Where does the word "Drawn" appear in the data? Copy every line that holds it.
#### Provided records ####
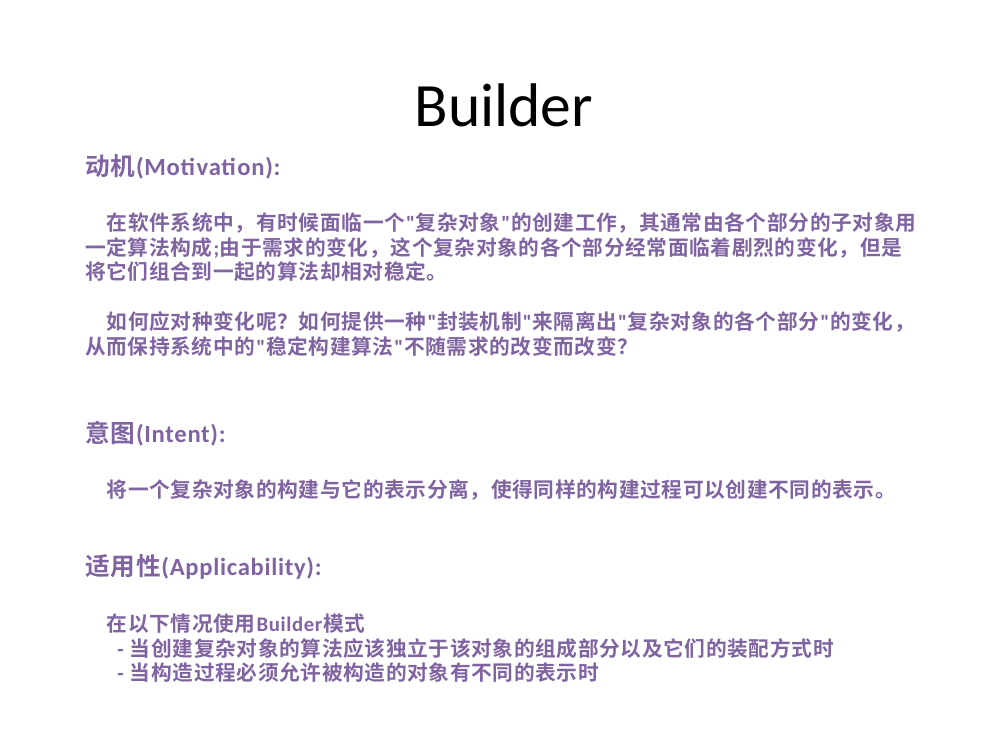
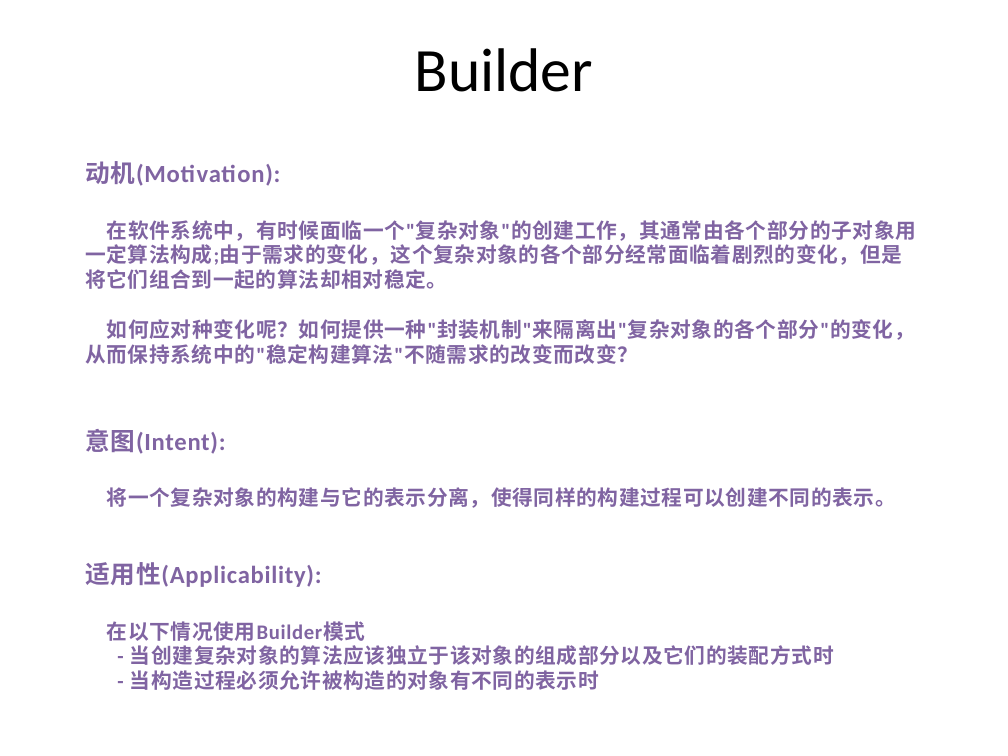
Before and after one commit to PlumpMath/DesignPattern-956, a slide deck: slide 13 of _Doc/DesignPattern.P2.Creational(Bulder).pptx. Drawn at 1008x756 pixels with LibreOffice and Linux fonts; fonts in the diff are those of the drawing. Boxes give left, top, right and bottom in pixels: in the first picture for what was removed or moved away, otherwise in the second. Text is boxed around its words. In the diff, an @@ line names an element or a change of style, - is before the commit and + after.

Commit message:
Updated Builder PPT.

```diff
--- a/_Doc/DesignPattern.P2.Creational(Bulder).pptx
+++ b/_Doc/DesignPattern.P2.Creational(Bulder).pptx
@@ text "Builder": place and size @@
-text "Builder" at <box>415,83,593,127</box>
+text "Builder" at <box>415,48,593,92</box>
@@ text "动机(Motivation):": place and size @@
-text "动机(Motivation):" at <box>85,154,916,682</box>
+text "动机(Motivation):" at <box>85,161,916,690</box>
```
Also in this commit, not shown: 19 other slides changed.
####
#### Provided records ####
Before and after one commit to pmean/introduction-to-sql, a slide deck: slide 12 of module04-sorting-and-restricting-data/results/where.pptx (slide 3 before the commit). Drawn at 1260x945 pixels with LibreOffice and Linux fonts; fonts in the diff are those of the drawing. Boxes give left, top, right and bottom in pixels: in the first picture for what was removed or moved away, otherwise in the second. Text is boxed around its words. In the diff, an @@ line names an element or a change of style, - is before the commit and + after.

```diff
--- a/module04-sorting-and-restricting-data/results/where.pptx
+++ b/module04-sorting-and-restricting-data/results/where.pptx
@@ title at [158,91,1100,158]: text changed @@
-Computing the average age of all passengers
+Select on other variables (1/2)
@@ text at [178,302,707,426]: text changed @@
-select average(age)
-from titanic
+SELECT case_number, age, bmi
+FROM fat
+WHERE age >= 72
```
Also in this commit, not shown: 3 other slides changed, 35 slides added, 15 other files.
####
§ **Output for this exercise**:
Before and after one commit to PlumpMath/DesignPattern-956, a slide deck: slide 13 of _Doc/DesignPattern.P2.Creational(Bulder).pptx. Drawn at 1008x756 pixels with LibreOffice and Linux fonts; fonts in the diff are those of the drawing. Boxes give left, top, right and bottom in pixels: in the first picture for what was removed or moved away, otherwise in the second. Text is boxed around its words. In the diff, an @@ line names an element or a change of style, - is before the commit and + after.
Before and after one commit to pmean/introduction-to-sql, a slide deck: slide 12 of module04-sorting-and-restricting-data/results/where.pptx (slide 3 before the commit). Drawn at 1260x945 pixels with LibreOffice and Linux fonts; fonts in the diff are those of the drawing. Boxes give left, top, right and bottom in pixels: in the first picture for what was removed or moved away, otherwise in the second. Text is boxed around its words. In the diff, an @@ line names an element or a change of style, - is before the commit and + after.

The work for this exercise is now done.